The above iterator class works only for non-empty arrays, because it needs to maintain the invariant that get() always returns a valid value. We could work around that by simulating sum types in C++, but I don't want to overcomplicate the code. The important thing is that once the iterator is constructed, calling the methods get(), set(), increment() and decrement() in any order is completely memory-safe for the lifetime of the array, while requiring only one bounds check for the typical case of traversing the array in a loop.

(Clever readers might point out that the check inside increment() and decrement() returns a boolean, which is then inspected in the loop condition, so that's technically two checks. But if the method calls are inlined, the compiler can trivially combine these two checks into one without doing any fancy mathematical reasoning.)

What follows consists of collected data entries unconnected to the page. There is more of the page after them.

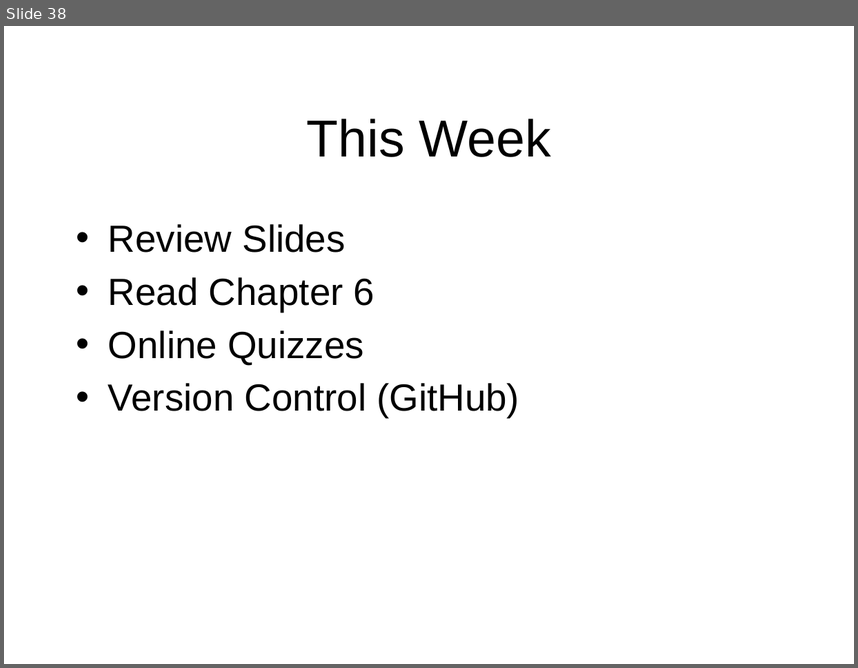
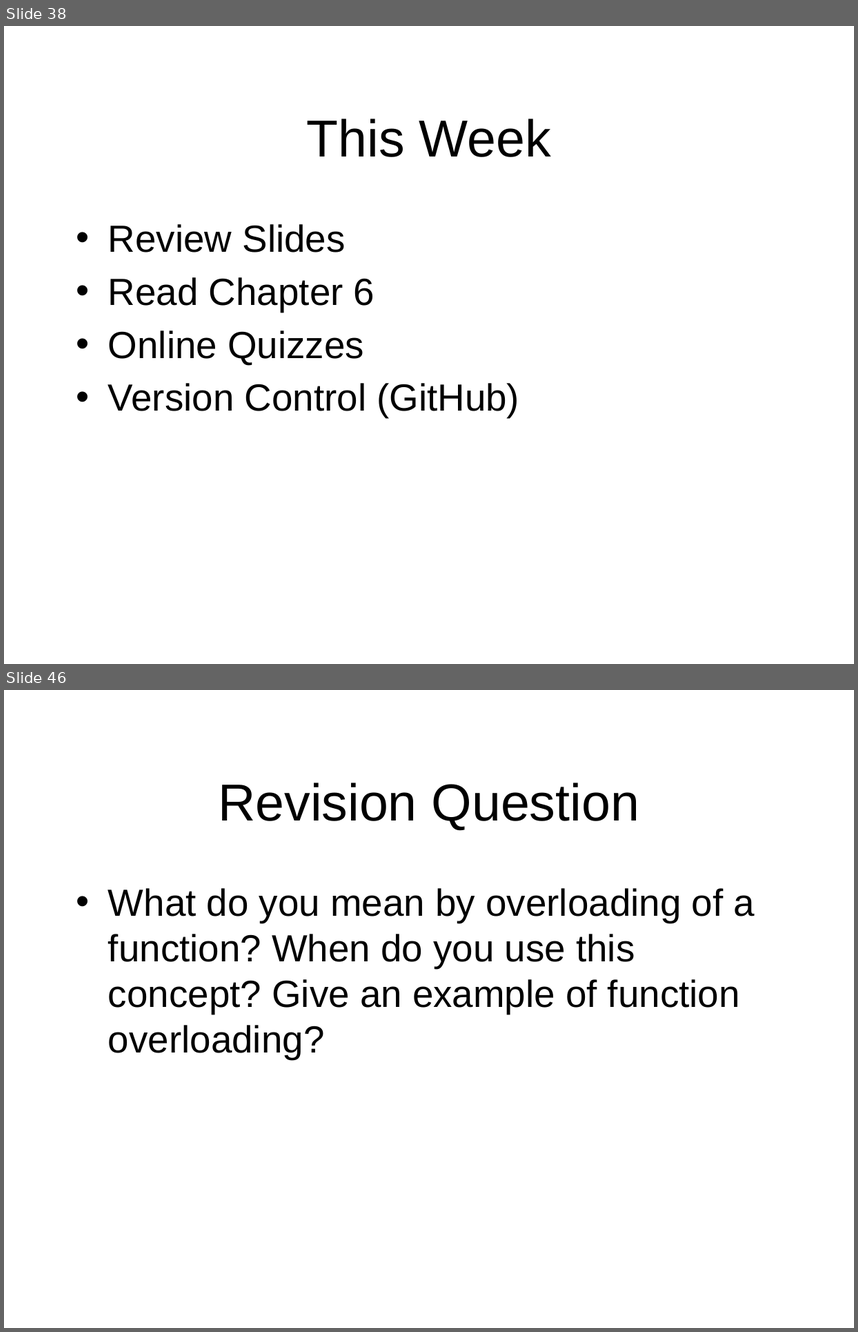
Before and after one commit to octaviordz/zjnu2017.github.io, a slide deck: OOAD/lectures/070--Notation.Part.2.pptx. Shown one above the other, each under a label of ours: slide 38 before the commit, slides 38 and 46 after it; the slides between them are not shown. The pictures are 858x668 and 858x1332 pixels, drawn with LibreOffice and Linux fonts; fonts in the diff are those of the drawing. Boxes give left, top, right and bottom in pixels: in the first picture for what was removed or moved away, otherwise in the second. Text is boxed around its words. In the diff, an @@ line names an element or a change of style, - is before the commit and + after.

```diff
--- a/OOAD/lectures/070--Notation.Part.2.pptx
+++ b/OOAD/lectures/070--Notation.Part.2.pptx
@@ slide 46 added at [4,690,854,1328], background #FFFFFF @@
@@ title added at [218,782,639,830], 44 pt, text #000000 @@
+Revision Question
@@ text added at [108,888,754,1058], 32 pt, text #000000 @@
+• What do you mean by overloading of a function? When do you use this concept? Give an example of function overloading?
```
Also in this commit, not shown: 1 slide changed, 9 other slides added.

It's an interesting exercise to adapt the above approach to more complicated cases, like traversing two arrays of the same length at once. But I feel that's not really the point. Unlike approaches based on theorem provers or dependent types (or even "non-dependent types"), this approach to eliminating bounds checking probably doesn't scale to more complicated use cases. But it does have the advantage of being simple and understandable to most programmers, without using any type-theoretic tricks.